## Extracted records
§
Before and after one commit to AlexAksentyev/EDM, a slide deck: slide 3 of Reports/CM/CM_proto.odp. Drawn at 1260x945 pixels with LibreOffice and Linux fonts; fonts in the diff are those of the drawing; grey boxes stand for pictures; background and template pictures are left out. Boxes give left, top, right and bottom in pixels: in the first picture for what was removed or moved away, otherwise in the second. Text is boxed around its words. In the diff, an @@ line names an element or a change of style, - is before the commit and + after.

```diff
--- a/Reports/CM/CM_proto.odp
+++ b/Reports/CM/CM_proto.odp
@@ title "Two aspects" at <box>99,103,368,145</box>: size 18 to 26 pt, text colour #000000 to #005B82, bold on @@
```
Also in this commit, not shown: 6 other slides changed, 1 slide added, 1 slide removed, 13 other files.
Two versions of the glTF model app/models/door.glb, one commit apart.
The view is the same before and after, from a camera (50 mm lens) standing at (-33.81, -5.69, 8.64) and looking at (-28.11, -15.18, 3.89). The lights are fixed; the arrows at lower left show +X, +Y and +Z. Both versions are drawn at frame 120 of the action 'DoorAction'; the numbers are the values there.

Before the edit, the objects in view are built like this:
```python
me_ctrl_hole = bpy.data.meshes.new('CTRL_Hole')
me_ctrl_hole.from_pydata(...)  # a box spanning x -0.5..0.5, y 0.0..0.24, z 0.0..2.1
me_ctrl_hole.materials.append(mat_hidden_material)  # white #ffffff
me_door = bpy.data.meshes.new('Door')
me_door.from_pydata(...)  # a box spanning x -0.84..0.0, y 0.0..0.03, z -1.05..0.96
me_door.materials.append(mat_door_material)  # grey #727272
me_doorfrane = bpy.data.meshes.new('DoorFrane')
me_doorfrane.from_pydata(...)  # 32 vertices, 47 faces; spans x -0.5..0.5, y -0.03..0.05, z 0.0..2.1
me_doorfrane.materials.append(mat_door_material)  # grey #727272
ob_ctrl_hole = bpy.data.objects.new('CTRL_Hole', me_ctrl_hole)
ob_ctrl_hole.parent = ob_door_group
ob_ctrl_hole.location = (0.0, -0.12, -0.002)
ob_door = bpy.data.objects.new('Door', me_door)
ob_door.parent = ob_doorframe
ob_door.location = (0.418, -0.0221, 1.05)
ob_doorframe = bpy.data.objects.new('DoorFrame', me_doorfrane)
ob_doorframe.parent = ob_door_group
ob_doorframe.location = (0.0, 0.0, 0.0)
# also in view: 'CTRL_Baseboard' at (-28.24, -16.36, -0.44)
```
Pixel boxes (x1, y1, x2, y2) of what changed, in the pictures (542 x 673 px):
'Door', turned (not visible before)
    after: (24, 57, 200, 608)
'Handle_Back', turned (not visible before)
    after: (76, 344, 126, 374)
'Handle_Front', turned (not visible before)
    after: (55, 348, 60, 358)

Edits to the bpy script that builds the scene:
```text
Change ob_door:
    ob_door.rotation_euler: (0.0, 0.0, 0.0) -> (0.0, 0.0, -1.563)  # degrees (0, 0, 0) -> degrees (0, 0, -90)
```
§
Make a precise copy of the records in their entirety.

## The completed task
Before and after one commit to AlexAksentyev/EDM, a slide deck: slide 3 of Reports/CM/CM_proto.odp. Drawn at 1260x945 pixels with LibreOffice and Linux fonts; fonts in the diff are those of the drawing; grey boxes stand for pictures; background and template pictures are left out. Boxes give left, top, right and bottom in pixels: in the first picture for what was removed or moved away, otherwise in the second. Text is boxed around its words. In the diff, an @@ line names an element or a change of style, - is before the commit and + after.

```diff
--- a/Reports/CM/CM_proto.odp
+++ b/Reports/CM/CM_proto.odp
@@ title "Two aspects" at <box>99,103,368,145</box>: size 18 to 26 pt, text colour #000000 to #005B82, bold on @@
```
Also in this commit, not shown: 6 other slides changed, 1 slide added, 1 slide removed, 13 other files.
Two versions of the glTF model app/models/door.glb, one commit apart.
The view is the same before and after, from a camera (50 mm lens) standing at (-33.81, -5.69, 8.64) and looking at (-28.11, -15.18, 3.89). The lights are fixed; the arrows at lower left show +X, +Y and +Z. Both versions are drawn at frame 120 of the action 'DoorAction'; the numbers are the values there.

Before the edit, the objects in view are built like this:
```python
me_ctrl_hole = bpy.data.meshes.new('CTRL_Hole')
me_ctrl_hole.from_pydata(...)  # a box spanning x -0.5..0.5, y 0.0..0.24, z 0.0..2.1
me_ctrl_hole.materials.append(mat_hidden_material)  # white #ffffff
me_door = bpy.data.meshes.new('Door')
me_door.from_pydata(...)  # a box spanning x -0.84..0.0, y 0.0..0.03, z -1.05..0.96
me_door.materials.append(mat_door_material)  # grey #727272
me_doorfrane = bpy.data.meshes.new('DoorFrane')
me_doorfrane.from_pydata(...)  # 32 vertices, 47 faces; spans x -0.5..0.5, y -0.03..0.05, z 0.0..2.1
me_doorfrane.materials.append(mat_door_material)  # grey #727272
ob_ctrl_hole = bpy.data.objects.new('CTRL_Hole', me_ctrl_hole)
ob_ctrl_hole.parent = ob_door_group
ob_ctrl_hole.location = (0.0, -0.12, -0.002)
ob_door = bpy.data.objects.new('Door', me_door)
ob_door.parent = ob_doorframe
ob_door.location = (0.418, -0.0221, 1.05)
ob_doorframe = bpy.data.objects.new('DoorFrame', me_doorfrane)
ob_doorframe.parent = ob_door_group
ob_doorframe.location = (0.0, 0.0, 0.0)
# also in view: 'CTRL_Baseboard' at (-28.24, -16.36, -0.44)
```
Pixel boxes (x1, y1, x2, y2) of what changed, in the pictures (542 x 673 px):
'Door', turned (not visible before)
    after: (24, 57, 200, 608)
'Handle_Back', turned (not visible before)
    after: (76, 344, 126, 374)
'Handle_Front', turned (not visible before)
    after: (55, 348, 60, 358)

Edits to the bpy script that builds the scene:
```text
Change ob_door:
    ob_door.rotation_euler: (0.0, 0.0, 0.0) -> (0.0, 0.0, -1.563)  # degrees (0, 0, 0) -> degrees (0, 0, -90)
```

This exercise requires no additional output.